Collected data
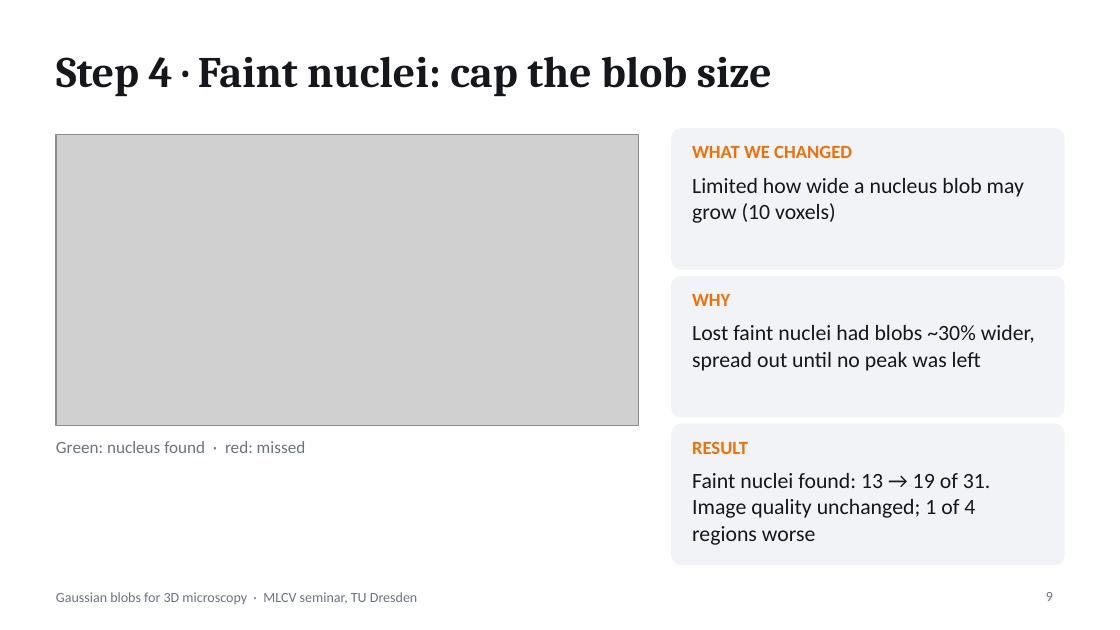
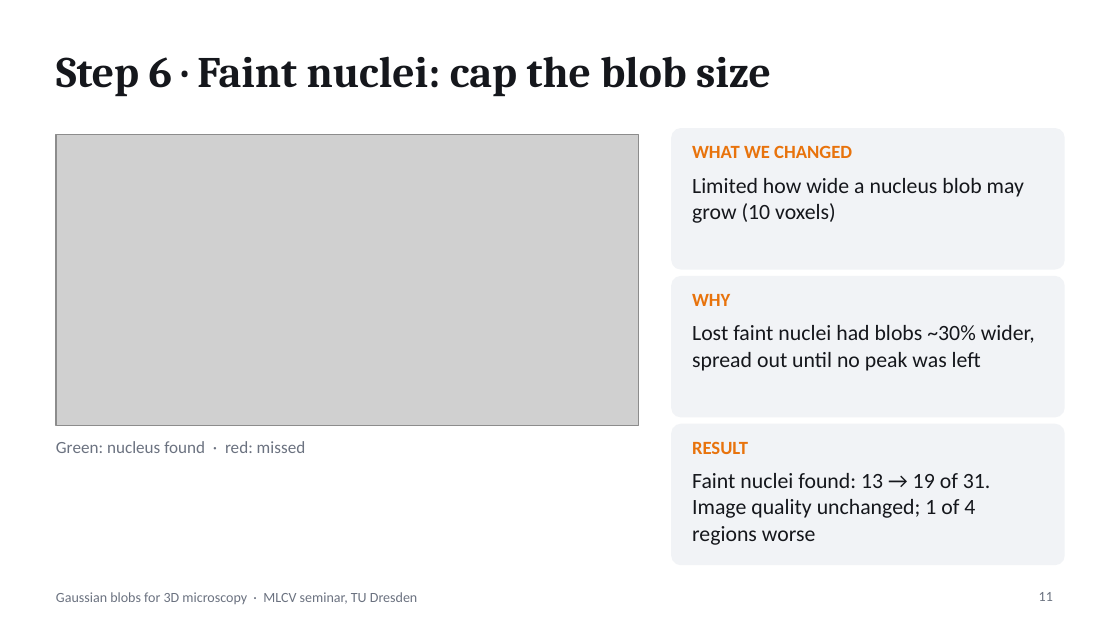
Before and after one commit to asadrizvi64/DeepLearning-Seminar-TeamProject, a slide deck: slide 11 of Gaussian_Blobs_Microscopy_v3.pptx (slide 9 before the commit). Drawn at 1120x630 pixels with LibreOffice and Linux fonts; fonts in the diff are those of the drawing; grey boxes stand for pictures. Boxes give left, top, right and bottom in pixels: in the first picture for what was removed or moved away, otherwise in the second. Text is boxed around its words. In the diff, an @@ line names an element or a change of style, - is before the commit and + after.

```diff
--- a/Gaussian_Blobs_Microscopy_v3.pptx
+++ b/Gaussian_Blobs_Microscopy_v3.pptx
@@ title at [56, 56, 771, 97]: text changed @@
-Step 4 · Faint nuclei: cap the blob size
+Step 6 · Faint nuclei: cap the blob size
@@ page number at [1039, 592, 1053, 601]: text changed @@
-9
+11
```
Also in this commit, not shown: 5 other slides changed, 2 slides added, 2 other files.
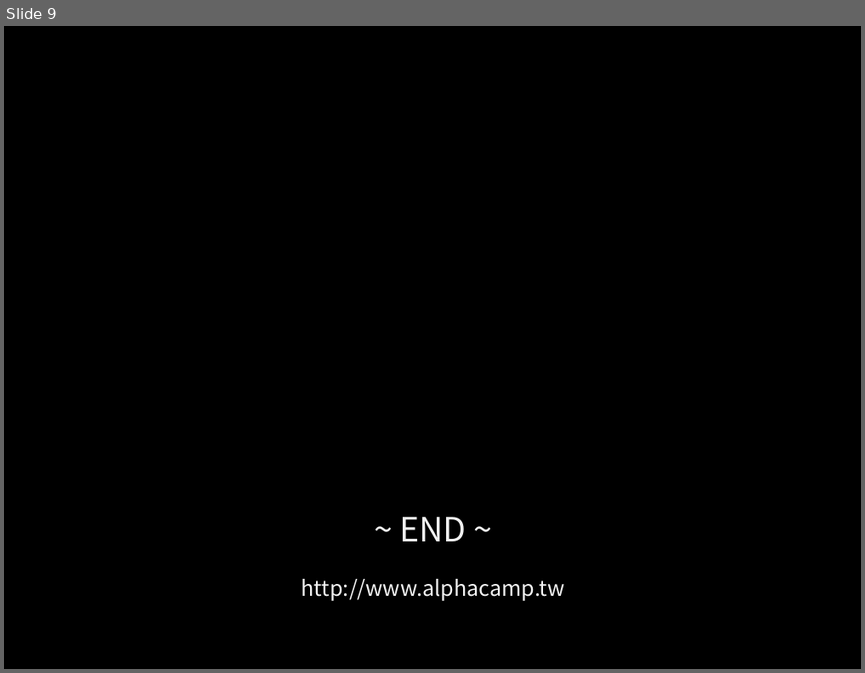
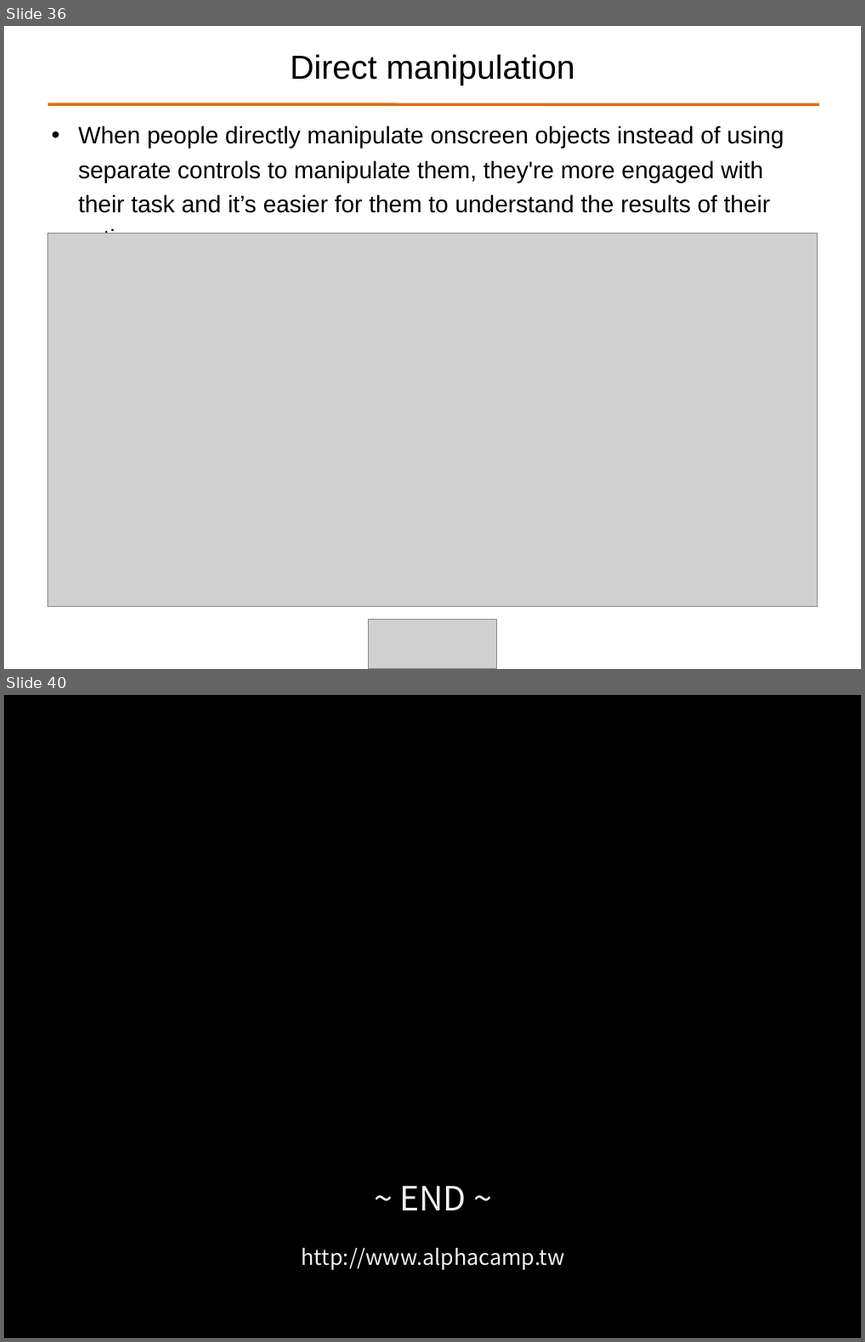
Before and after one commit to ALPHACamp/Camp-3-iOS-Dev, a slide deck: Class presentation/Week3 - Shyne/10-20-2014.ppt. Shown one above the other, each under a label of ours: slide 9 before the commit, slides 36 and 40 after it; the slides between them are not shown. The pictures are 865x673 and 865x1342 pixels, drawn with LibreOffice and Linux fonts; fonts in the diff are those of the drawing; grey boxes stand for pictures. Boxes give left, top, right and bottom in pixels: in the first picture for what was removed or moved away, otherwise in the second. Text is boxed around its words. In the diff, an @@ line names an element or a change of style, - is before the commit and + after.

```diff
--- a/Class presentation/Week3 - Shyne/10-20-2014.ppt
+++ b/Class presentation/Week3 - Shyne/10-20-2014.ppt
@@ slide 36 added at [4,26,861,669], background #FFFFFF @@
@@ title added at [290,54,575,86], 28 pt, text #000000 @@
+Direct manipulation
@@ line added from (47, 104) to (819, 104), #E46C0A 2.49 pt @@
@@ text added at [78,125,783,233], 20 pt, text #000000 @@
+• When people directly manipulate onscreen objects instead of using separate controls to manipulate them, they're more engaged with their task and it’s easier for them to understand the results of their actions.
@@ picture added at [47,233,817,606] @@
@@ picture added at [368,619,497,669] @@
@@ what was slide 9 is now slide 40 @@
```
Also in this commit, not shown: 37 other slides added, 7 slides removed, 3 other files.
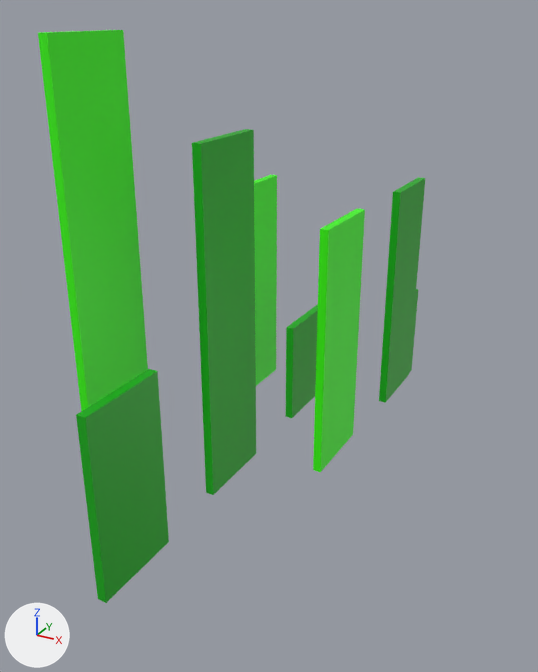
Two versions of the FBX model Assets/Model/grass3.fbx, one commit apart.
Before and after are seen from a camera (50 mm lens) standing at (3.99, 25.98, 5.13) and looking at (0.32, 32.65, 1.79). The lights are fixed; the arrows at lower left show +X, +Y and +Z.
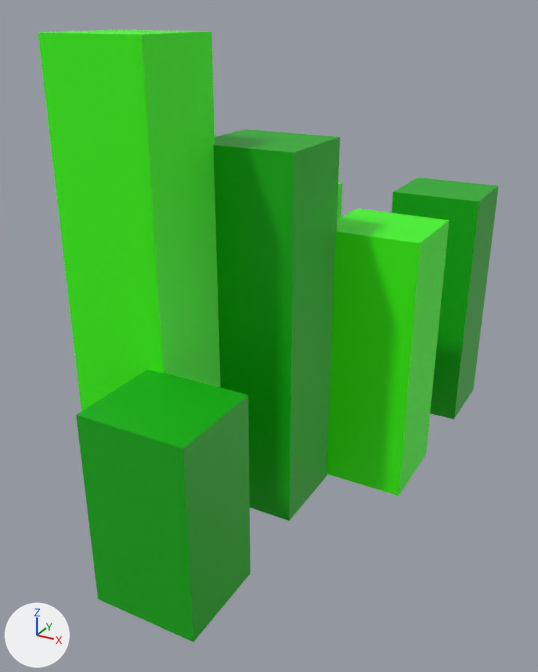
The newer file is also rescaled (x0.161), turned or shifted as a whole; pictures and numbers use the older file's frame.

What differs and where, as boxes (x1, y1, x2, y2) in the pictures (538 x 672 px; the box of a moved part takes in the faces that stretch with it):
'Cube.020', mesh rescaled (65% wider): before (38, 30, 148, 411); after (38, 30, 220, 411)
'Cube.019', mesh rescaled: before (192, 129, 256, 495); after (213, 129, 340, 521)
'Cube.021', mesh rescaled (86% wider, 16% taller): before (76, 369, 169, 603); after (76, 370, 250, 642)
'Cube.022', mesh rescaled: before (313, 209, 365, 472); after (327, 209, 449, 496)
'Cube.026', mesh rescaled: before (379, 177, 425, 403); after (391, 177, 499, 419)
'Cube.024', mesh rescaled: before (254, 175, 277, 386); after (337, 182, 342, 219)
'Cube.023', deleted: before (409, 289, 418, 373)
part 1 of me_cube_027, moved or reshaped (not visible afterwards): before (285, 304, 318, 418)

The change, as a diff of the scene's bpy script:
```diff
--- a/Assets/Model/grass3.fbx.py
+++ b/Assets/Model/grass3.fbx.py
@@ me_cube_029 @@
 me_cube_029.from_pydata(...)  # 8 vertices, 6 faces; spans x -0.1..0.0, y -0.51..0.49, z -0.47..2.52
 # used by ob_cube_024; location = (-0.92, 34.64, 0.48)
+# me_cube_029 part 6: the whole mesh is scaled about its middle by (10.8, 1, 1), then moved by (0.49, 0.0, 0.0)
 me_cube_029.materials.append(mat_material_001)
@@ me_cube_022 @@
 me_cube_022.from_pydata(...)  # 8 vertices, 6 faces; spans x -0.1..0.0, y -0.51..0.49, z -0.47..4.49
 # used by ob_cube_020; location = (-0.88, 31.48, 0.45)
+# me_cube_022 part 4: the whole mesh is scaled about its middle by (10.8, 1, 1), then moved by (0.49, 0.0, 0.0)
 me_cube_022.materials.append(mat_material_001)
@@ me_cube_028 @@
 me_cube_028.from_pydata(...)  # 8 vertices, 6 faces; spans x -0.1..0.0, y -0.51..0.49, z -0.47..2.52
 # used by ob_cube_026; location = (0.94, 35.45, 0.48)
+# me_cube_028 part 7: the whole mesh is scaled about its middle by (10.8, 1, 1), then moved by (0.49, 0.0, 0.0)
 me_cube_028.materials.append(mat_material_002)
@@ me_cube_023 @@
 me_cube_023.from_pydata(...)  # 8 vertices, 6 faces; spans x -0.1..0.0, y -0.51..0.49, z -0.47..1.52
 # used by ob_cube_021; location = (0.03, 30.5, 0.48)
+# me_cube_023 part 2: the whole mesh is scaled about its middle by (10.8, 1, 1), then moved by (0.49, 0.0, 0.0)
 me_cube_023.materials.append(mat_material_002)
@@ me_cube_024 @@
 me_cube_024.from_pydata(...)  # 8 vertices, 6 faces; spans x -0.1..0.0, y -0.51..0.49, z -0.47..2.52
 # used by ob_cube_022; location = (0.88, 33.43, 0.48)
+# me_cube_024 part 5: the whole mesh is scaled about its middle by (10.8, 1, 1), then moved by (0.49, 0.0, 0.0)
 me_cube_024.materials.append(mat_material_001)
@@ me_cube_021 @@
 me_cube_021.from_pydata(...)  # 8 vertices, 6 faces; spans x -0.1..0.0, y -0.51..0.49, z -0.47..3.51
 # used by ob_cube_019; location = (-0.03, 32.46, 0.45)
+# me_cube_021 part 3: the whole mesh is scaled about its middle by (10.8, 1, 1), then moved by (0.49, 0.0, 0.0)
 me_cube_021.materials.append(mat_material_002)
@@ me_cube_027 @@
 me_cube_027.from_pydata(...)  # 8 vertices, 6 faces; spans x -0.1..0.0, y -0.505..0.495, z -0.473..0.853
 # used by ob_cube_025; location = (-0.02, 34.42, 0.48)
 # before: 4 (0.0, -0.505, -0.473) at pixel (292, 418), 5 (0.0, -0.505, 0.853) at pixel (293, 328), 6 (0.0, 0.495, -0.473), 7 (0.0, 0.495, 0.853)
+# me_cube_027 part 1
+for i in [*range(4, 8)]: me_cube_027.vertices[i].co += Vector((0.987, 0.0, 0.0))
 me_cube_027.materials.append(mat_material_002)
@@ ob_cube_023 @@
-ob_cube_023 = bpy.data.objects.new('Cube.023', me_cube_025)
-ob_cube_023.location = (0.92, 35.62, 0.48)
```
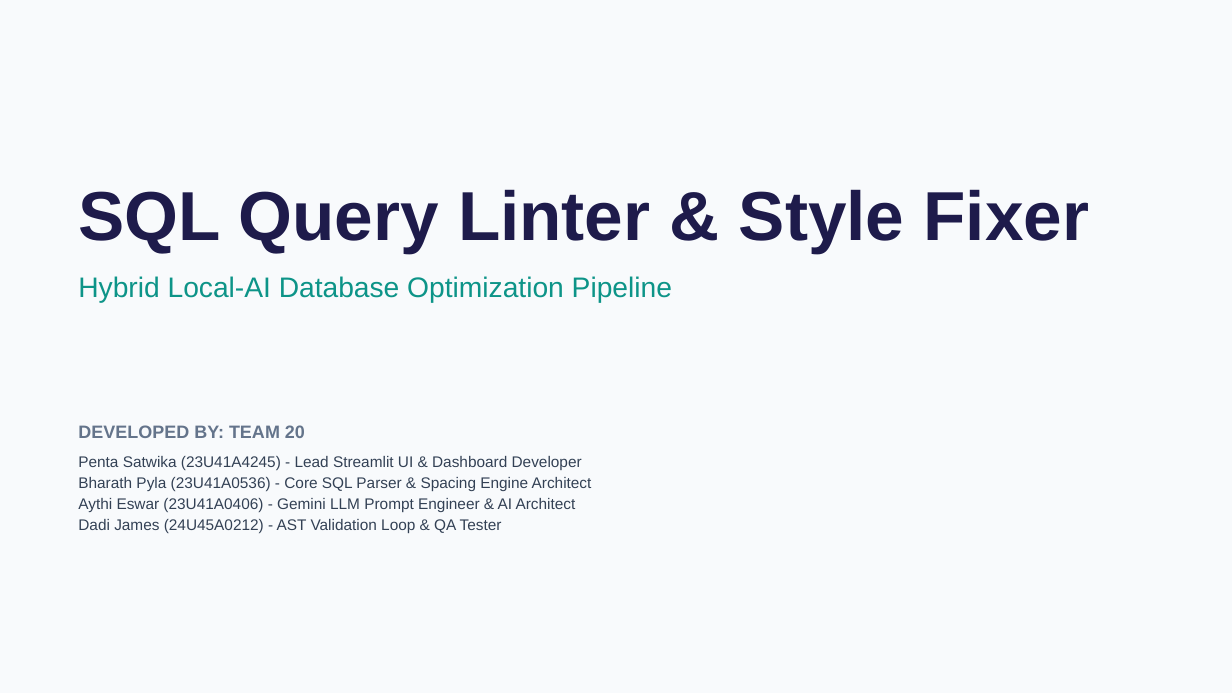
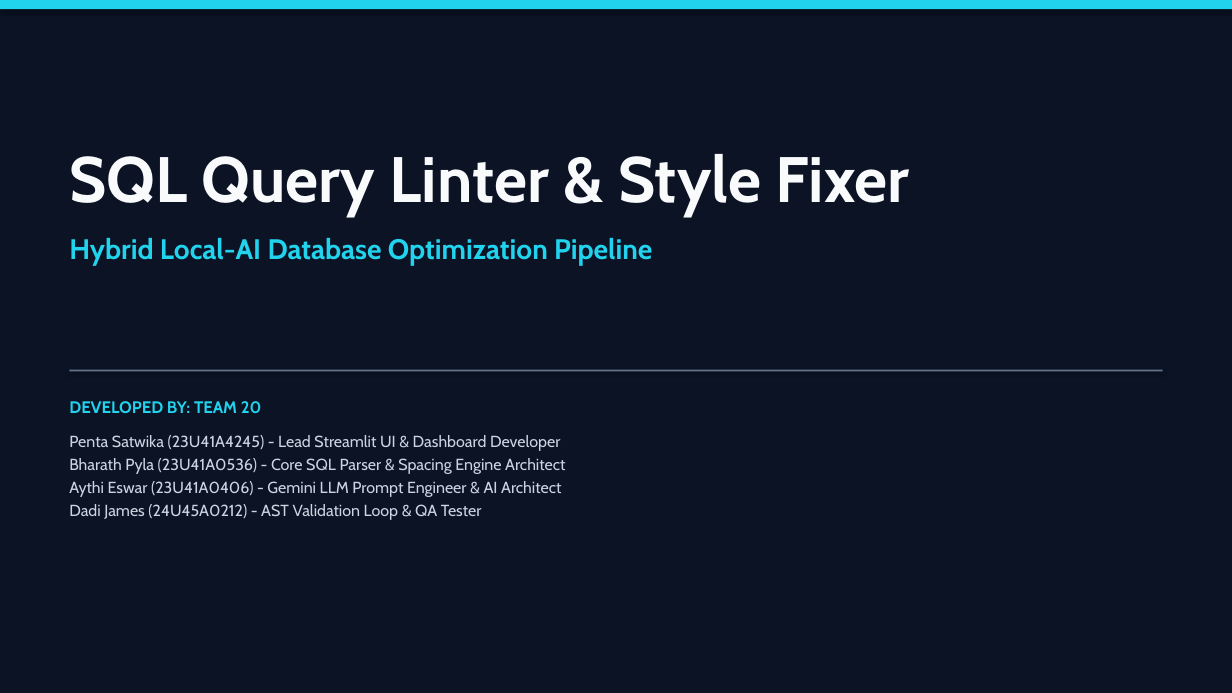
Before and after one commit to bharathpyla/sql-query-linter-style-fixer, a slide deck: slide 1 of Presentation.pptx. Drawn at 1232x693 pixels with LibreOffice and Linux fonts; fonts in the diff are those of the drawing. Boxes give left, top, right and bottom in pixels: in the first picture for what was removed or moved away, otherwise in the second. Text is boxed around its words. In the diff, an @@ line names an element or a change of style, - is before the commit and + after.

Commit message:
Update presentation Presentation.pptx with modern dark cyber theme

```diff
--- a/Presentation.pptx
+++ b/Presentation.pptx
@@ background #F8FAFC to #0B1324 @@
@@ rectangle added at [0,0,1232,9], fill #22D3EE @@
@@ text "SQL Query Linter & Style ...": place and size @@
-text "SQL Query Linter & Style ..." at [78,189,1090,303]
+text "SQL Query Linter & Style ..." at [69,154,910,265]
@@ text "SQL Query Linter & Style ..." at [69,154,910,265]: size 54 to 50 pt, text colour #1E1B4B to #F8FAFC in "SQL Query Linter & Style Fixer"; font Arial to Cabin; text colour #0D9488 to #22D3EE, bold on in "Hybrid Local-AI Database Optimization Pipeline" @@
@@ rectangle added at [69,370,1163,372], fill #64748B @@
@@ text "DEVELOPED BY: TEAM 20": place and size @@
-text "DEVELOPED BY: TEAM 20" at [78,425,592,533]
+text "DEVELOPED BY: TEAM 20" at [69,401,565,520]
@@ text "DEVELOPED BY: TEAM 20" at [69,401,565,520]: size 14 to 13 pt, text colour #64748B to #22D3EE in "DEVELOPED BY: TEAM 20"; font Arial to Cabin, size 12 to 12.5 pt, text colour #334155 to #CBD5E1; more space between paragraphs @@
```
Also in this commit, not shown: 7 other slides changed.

== WHAT YOU WILL DO ==
Whenever a line of the data includes "nuclei", copy that line.

== RESPONSE ==
-Step 4 · Faint nuclei: cap the blob size
+Step 6 · Faint nuclei: cap the blob size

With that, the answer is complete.